В последние годы XX века, когда человечество суматошно подводит итоги, будто готовится перед кем-то отчитаться, инвентаризовать события, начинается лихорадочный поиск исторических аналогий. Толстой пишет не историю, а человеческие чувства.
Уже семь лет, как не было в живых Хаджи-Мурата, когда “25 августа 1859 русские войска при содействии горцев Дагестана штурмом овладели Гунибом — последним оплотом Шамиля, а сам он был взят в плен. Разгром реакционного мюридизма, задержавшего на несколько десятилетий развитие Дагестана, и ликвидация новой угрозы порабощения Дагестана феодальной отсталой Турцией способствовали развитию производительных сил страны, ускорили разложение патриархально-феодальных порядков, втянули Дагестан в новые, более высокие социально-экономические отношения”. Шамиля отвезли в Петербург, он жил в Калуге, где мы только что были, и там испытывал на себе пристальный интерес местных дам. Через десять лет он умер на свободе после паломничества в Мекку.

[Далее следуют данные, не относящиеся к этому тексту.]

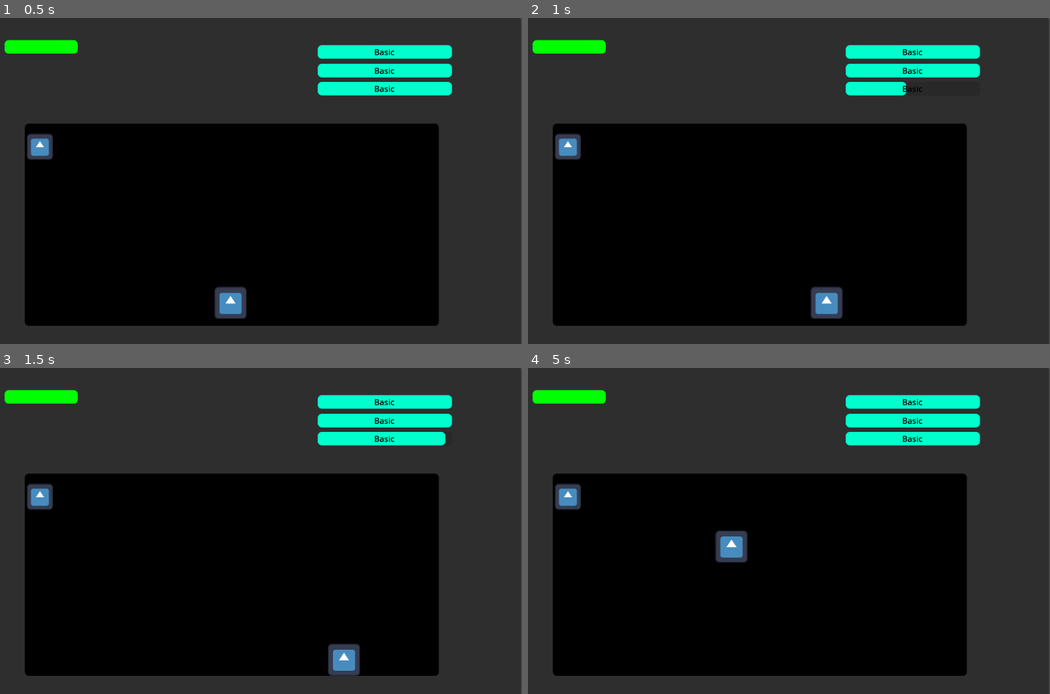
Above: before the commit, frames 1-4 (two rows, left to right).
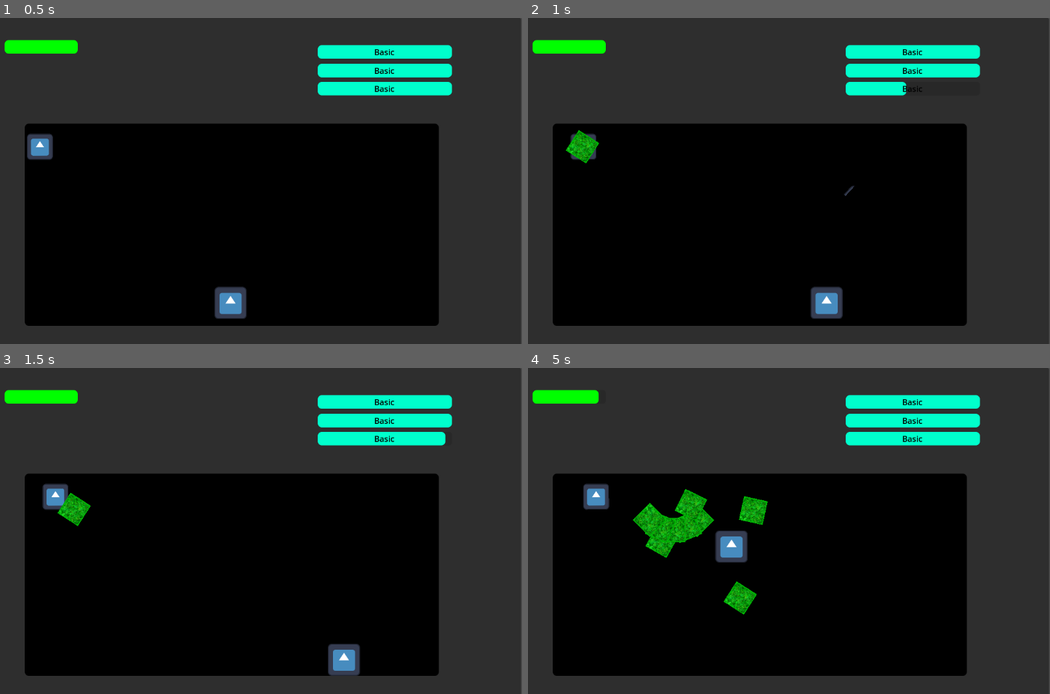
Above: after the commit, the same moments.

Repository: SampaiWasTaken/LD55
Game: Godot game, scene res://Scenes/CombatScenes/combat_scene_2.tscn
Two runs of this game, one before a commit and one after it. Both use one fixed random seed, a clock stepped at 60 frames per second and the inputs below. This scene is started directly instead of the project's main scene. The engine's default icon, where the game draws it, is replaced by a stand-in: a white triangle on a blue panel in a dark square.
Inputs (mouse positions are in pixels of both pictures, inside the frame that each line leads up to):
- Up to frame 1 (0.5 s): no input
- Up to frame 2 (1 s): tap Enter at 0.5 s; move the mouse to (888, 164) at 0.52 s; press the mouse at (888, 164) at 0.53 s; hold D (walkRight) from 0.53 s (still down)
- Up to frame 3 (1.5 s): move the mouse to (114, 547) at 1.27 s; release D (walkRight) at 1.28 s; release the mouse at (114, 547) at 1.28 s; hold Down (walkDown) from 1.28 s (still down); tap E (interact) at 1.35 s
- Up to frame 4 (5 s): click (642, 547) at 1.55 s; move the mouse to (815, 459) at 2.02 s; release Down (walkDown) at 2.03 s; press the mouse at (815, 459) at 2.03 s; hold D (walkRight) 2.03-2.78 s; move the mouse to (731, 596) at 2.77 s; release the mouse at (731, 596) at 2.78 s; hold W (walkUp) 2.78-3.53 s; click (731, 596) at 2.85 s; move the mouse to (935, 579) at 3.52 s; hold E (interact) 3.53-4.28 s; hold A (walkLeft) from 3.53 s (still down); click (935, 579) at 3.8 s; move the mouse to (585, 482) at 4.27 s; click (585, 482) at 4.35 s

Frame 1 is identical in both runs. In frame 2, 0.7% of the frame differs, in the area x 5-63%, y 34-55%; in frame 3, 0.9%; in frame 4, 3.1%, in the area x 5-46%, y 6-76%.
Error before the commit: Attempt to call function 'start' in base 'null instance' on a null instance. (res://Scripts/Combat/tutorial_enemy.gd:9)

Commit message:
Tutorial and Plant Combat "done", final commit of the day

Diff:
--- a/Scenes/CombatScenes/combatScene.tscn
+++ b/Scenes/CombatScenes/combatScene.tscn
@@ -50,6 +50,7 @@
 [node name="player" parent="." groups=["MiniPlayer"] instance=ExtResource("2_rkvdr")]
 position = Vector2(576, 566)
 scale = Vector2(0.5, 0.5)
+collision_mask = 129
 script = ExtResource("3_sdnaq")
 
 [node name="Walls" type="Control" parent="."]
@@ -88,6 +89,16 @@
 scale = Vector2(1, 1.72)
 
 [node name="CollisionShape2D" type="CollisionShape2D" parent="Walls/StaticBody2D4" groups=["Walls"]]
+position = Vector2(1, -1.16275)
+shape = SubResource("RectangleShape2D_tmk8o")
+
+[node name="StaticBody2D5" type="StaticBody2D" parent="Walls" groups=["Walls"]]
+position = Vector2(568, 303)
+rotation = 1.5708
+scale = Vector2(1, 1.72)
+collision_layer = 128
+
+[node name="CollisionShape2D" type="CollisionShape2D" parent="Walls/StaticBody2D5" groups=["Walls"]]
 position = Vector2(1, -1.16275)
 shape = SubResource("RectangleShape2D_tmk8o")
 
--- a/Scenes/CombatScenes/combat_scene_2.tscn
+++ b/Scenes/CombatScenes/combat_scene_2.tscn
@@ -2,7 +2,7 @@
 
 [ext_resource type="PackedScene" uid="uid://40pvj01vaun1" path="res://Scenes/CombatScenes/combatScene.tscn" id="1_hv7md"]
 [ext_resource type="Script" path="res://Scripts/Combat/Path2D.gd" id="2_o0lmy"]
-[ext_resource type="PackedScene" uid="uid://b75a3u87d3x1p" path="res://Scenes/CombatScenes/tutorial_enemy.tscn" id="3_d72xd"]
+[ext_resource type="PackedScene" uid="uid://xyyuqu4gxd2t" path="res://Scenes/CombatScenes/mini_enemy_plant.tscn" id="3_x0hna"]
 
 [sub_resource type="Curve2D" id="Curve2D_mctoj"]
 _data = {
@@ -12,9 +12,6 @@
 
 [node name="Node2D" instance=ExtResource("1_hv7md")]
 
-[node name="MoveTimer" parent="." index="4"]
-wait_time = 0.25
-
 [node name="Path2D" type="Path2D" parent="." index="7"]
 curve = SubResource("Curve2D_mctoj")
 script = ExtResource("2_o0lmy")
@@ -23,5 +20,7 @@
 position = Vector2(198, 256)
 rotation = -0.00257731
 
-[node name="miniEnemy" parent="Path2D/PathFollow2D" index="0" instance=ExtResource("3_d72xd")]
+[node name="miniEnemy" parent="Path2D/PathFollow2D" index="0" instance=ExtResource("3_x0hna")]
 scale = Vector2(0.4, 0.4)
+
+[connection signal="timeout" from="MoveTimer" to="Path2D" method="_on_move_timer_timeout"]
--- a/Scenes/CombatScenes/enemy_bullet.tscn
+++ b/Scenes/CombatScenes/enemy_bullet.tscn
@@ -2,17 +2,17 @@
 
 [ext_resource type="PackedScene" uid="uid://dvfiiqefdcoep" path="res://Scenes/CombatScenes/bullet.tscn" id="1_jjfy2"]
 [ext_resource type="Script" path="res://Scripts/Combat/enemy_bullet.gd" id="1_wh1dd"]
-[ext_resource type="Texture2D" uid="uid://bwfb16y5r3knl" path="res://Assets/laserRed01.png" id="3_ig37w"]
+[ext_resource type="Texture2D" uid="uid://b7naa81357jrb" path="res://Assets/Base for Tiles.jpg" id="3_7hn0q"]
 
 [sub_resource type="RectangleShape2D" id="RectangleShape2D_3fus2"]
-size = Vector2(50, 12)
+size = Vector2(94, 96)
 
 [node name="Node2D" groups=["MiniPlayer"] instance=ExtResource("1_jjfy2")]
 script = ExtResource("1_wh1dd")
 oppositionString = "MiniPlayer"
 
 [node name="Sprite2D" parent="." index="0"]
-texture = ExtResource("3_ig37w")
+texture = ExtResource("3_7hn0q")
 
 [node name="CollisionShape2D" parent="." index="1"]
 shape = SubResource("RectangleShape2D_3fus2")
--- /dev/null
+++ b/Scenes/CombatScenes/mini_enemy_plant.gd
@@ -0,0 +1,12 @@
+extends miniEnemy
+
+func _ready():
+	obj_bullet = preload("res://Scenes/CombatScenes/plant_bullet.tscn")
+	$ShootTimer.start()
+	$SpreadTimer.start()
+
+
+func _on_spread_timer_timeout():
+	print("spread")
+	var dir = global_position.direction_to(player.global_position)
+	shootSpread(dir.angle(), 50 + randi()%100)
--- /dev/null
+++ b/Scenes/CombatScenes/mini_enemy_plant.tscn
@@ -0,0 +1,22 @@
+[gd_scene load_steps=5 format=3 uid="uid://xyyuqu4gxd2t"]
+
+[ext_resource type="PackedScene" uid="uid://bvnh656bbcyon" path="res://Scenes/CombatScenes/mini_enemy.tscn" id="1_cj3a0"]
+[ext_resource type="Script" path="res://Scenes/CombatScenes/mini_enemy_plant.gd" id="2_fe4fv"]
+[ext_resource type="Texture2D" uid="uid://cjgkuwst0o8ld" path="res://icon.svg" id="3_oro16"]
+
+[sub_resource type="RectangleShape2D" id="RectangleShape2D_g8ahe"]
+size = Vector2(126, 126)
+
+[node name="miniEnemy" instance=ExtResource("1_cj3a0")]
+script = ExtResource("2_fe4fv")
+
+[node name="Sprite2D" parent="." index="0"]
+texture = ExtResource("3_oro16")
+
+[node name="CollisionShape2D" parent="." index="1"]
+shape = SubResource("RectangleShape2D_g8ahe")
+
+[node name="SpreadTimer" type="Timer" parent="." index="4"]
+wait_time = 4.5
+
+[connection signal="timeout" from="SpreadTimer" to="." method="_on_spread_timer_timeout"]
--- /dev/null
+++ b/Scenes/CombatScenes/plant_bullet.tscn
@@ -0,0 +1,16 @@
+[gd_scene load_steps=4 format=3 uid="uid://bpvlt2y3ssjmy"]
+
+[ext_resource type="PackedScene" uid="uid://dvfiiqefdcoep" path="res://Scenes/CombatScenes/bullet.tscn" id="1_tcqt0"]
+[ext_resource type="Texture2D" uid="uid://4ouvt78biqwb" path="res://Assets/Base for Tiles II.jpg" id="2_enlcm"]
+
+[sub_resource type="CircleShape2D" id="CircleShape2D_vrlkv"]
+radius = 27.2947
+
+[node name="Node2D" instance=ExtResource("1_tcqt0")]
+oppositionString = "MiniPlayer"
+
+[node name="Sprite2D" parent="." index="0"]
+texture = ExtResource("2_enlcm")
+
+[node name="CollisionShape2D" parent="." index="1"]
+shape = SubResource("CircleShape2D_vrlkv")
--- a/Scenes/CombatScenes/player_bullet.tscn
+++ b/Scenes/CombatScenes/player_bullet.tscn
@@ -2,7 +2,7 @@
 
 [ext_resource type="PackedScene" uid="uid://dvfiiqefdcoep" path="res://Scenes/CombatScenes/bullet.tscn" id="1_viy5t"]
 [ext_resource type="Script" path="res://Scripts/Combat/player_bullet.gd" id="2_b20vt"]
-[ext_resource type="Texture2D" uid="uid://bwfb16y5r3knl" path="res://Assets/laserRed01.png" id="3_m7jel"]
+[ext_resource type="Texture2D" uid="uid://cjgkuwst0o8ld" path="res://icon.svg" id="3_4561b"]
 
 [sub_resource type="RectangleShape2D" id="RectangleShape2D_yw31c"]
 size = Vector2(54, 10)
@@ -12,7 +12,9 @@
 oppositionString = "Enemy"
 
 [node name="Sprite2D" parent="." index="0"]
-texture = ExtResource("3_m7jel")
+texture = ExtResource("3_4561b")
+region_enabled = true
+region_rect = Rect2(0, 0, 9.24225, 55.9471)
 
 [node name="CollisionShape2D" parent="." index="1"]
 shape = SubResource("RectangleShape2D_yw31c")
--- /dev/null
+++ b/Scenes/CombatScenes/tutorial_combat.gd
@@ -0,0 +1,4 @@
+extends combatScene
+
+func _ready():
+	$player.canAct = false
--- a/Scenes/CombatScenes/tutorial_combat.tscn
+++ b/Scenes/CombatScenes/tutorial_combat.tscn
@@ -1,9 +1,11 @@
-[gd_scene load_steps=3 format=3 uid="uid://1arx704cmiwb"]
+[gd_scene load_steps=4 format=3 uid="uid://1arx704cmiwb"]
 
 [ext_resource type="PackedScene" uid="uid://40pvj01vaun1" path="res://Scenes/CombatScenes/combatScene.tscn" id="1_a0gxs"]
+[ext_resource type="Script" path="res://Scenes/CombatScenes/tutorial_combat.gd" id="2_b84ci"]
 [ext_resource type="PackedScene" uid="uid://b75a3u87d3x1p" path="res://Scenes/CombatScenes/tutorial_enemy.tscn" id="3_k1k6u"]
 
 [node name="Node2D" instance=ExtResource("1_a0gxs")]
+script = ExtResource("2_b84ci")
 
 [node name="MoveTimer" parent="." index="4"]
 wait_time = 0.25
--- a/Scripts/Combat/combatScene.gd
+++ b/Scripts/Combat/combatScene.gd
@@ -1,3 +1,4 @@
+class_name combatScene
 extends Node2D
 
 @export var Player: Node
--- a/Scripts/Combat/mini_enemy.gd
+++ b/Scripts/Combat/mini_enemy.gd
@@ -2,15 +2,19 @@
 extends CharacterBody2D
 
 @onready var player = get_tree().get_first_node_in_group("MiniPlayer")
-var obj_bullet = preload("res://Scenes/CombatScenes/enemy_bullet.tscn")
+var obj_bullet
+
 
 func _ready():
+	obj_bullet = preload("res://Scenes/CombatScenes/enemy_bullet.tscn")
 	$ShootTimer.start()
+	print($ShootTimer)
 
 func _process(_delta):
 	pass
 
 func shoot(direction: float, speed: float):
+	print("shot")
 	var bullet = obj_bullet.instantiate()
 	bullet.scale = Vector2(0.5, 0.5)
 	bullet.position = $Marker2D.global_position
@@ -32,6 +36,7 @@
 		bullets[i].velocity = Vector2(speed, 0).rotated(bullets[i].rotation)
 
 func _on_shoot_timer_timeout():
+	print("shot")
 	var dir = global_position.direction_to(player.global_position)
 	shoot(dir.angle(), 50 + randi()%100)
 
--- a/Scripts/Combat/tutorial_enemy.gd
+++ b/Scripts/Combat/tutorial_enemy.gd
@@ -22,9 +22,6 @@
 	else:
 		target = Vector2(195 + randi()%986, 210 + randi()%610)
 
-	pass
-
-
 func hurt():
 	pass
 
--- a/project.godot
+++ b/project.godot
@@ -65,6 +65,7 @@
 
 2d_physics/layer_1="Player"
 2d_physics/layer_5="Interactions"
+2d_physics/layer_8="InvisWalls"
 action={
 "deadzone": 0.5,
 "events": [Object(InputEventKey,"resource_local_to_scene":false,"resource_name":"","device":-1,"window_id":0,"alt_pressed":false,"shift_pressed":false,"ctrl_pressed":false,"meta_pressed":false,"pressed":false,"keycode":0,"physical_keycode":32,"key_label":0,"unicode":32,"echo":false,"script":null)
Not shown, added: Assets/Base for Tiles II.jpg.import
Not shown, added: Assets/Base for Tiles.jpg.import
Not shown, added: Assets/Grass 1x 96x96.jpg.import
Not shown, added: Assets/Grass_9x9.png.import
Not shown, added: Assets/House I 1x 96x96.png.import
Not shown, added: Assets/House II 1x 96x96.png.import
Not shown, added: Assets/House III 1x 96x96.png.import
Not shown, added: Assets/NEW_Church 1x 96x96.png.import
Not shown, added: Assets/Tree 1 1x 96x96.png.import
Not shown, added: Assets/Tree 2 1x 96x96.png.import
Not shown, added: Assets/Tree 3 1x 96x96.png.import
Not shown: 1 places in Scenes/main_scene.tscn that only renumber resources
(and 1 more such lines)

Всё это написала череда историков, время от времени меняя оценки, чередуя цитаты в разном порядке, но за убитым давным-давно человеком стояли буквы, сложившиеся в слова, строчки и страницы Толстого. Именно в связке с Толстым продолжалась жизнь Хаджи-Мурата. Он стал известнее, а значит, главнее тех, кто его убил, и тех, кого убил он сам.
Мать плачет о сыне одинаково солёными слезами, будь он замучен в плену или раздавлен русским танком. Мёртвые старухи видят одинаковое небо одинаковыми пустыми глазами, они видят одно и то же небо, мало похожее на небо Аустерлица. И дом горит одинаково, какая бы бомба в него ни попала. Убитые дети теряют национальность. Участники этнической войны слишком быстро становятся неотличимы, деление на правых и виноватых исчезает.
В этом бессмысленность и ужас войны и в том, что всё в ней делают одни и те же хорошие люди, на время думая о других людях как о крысах и ядовитых пауках.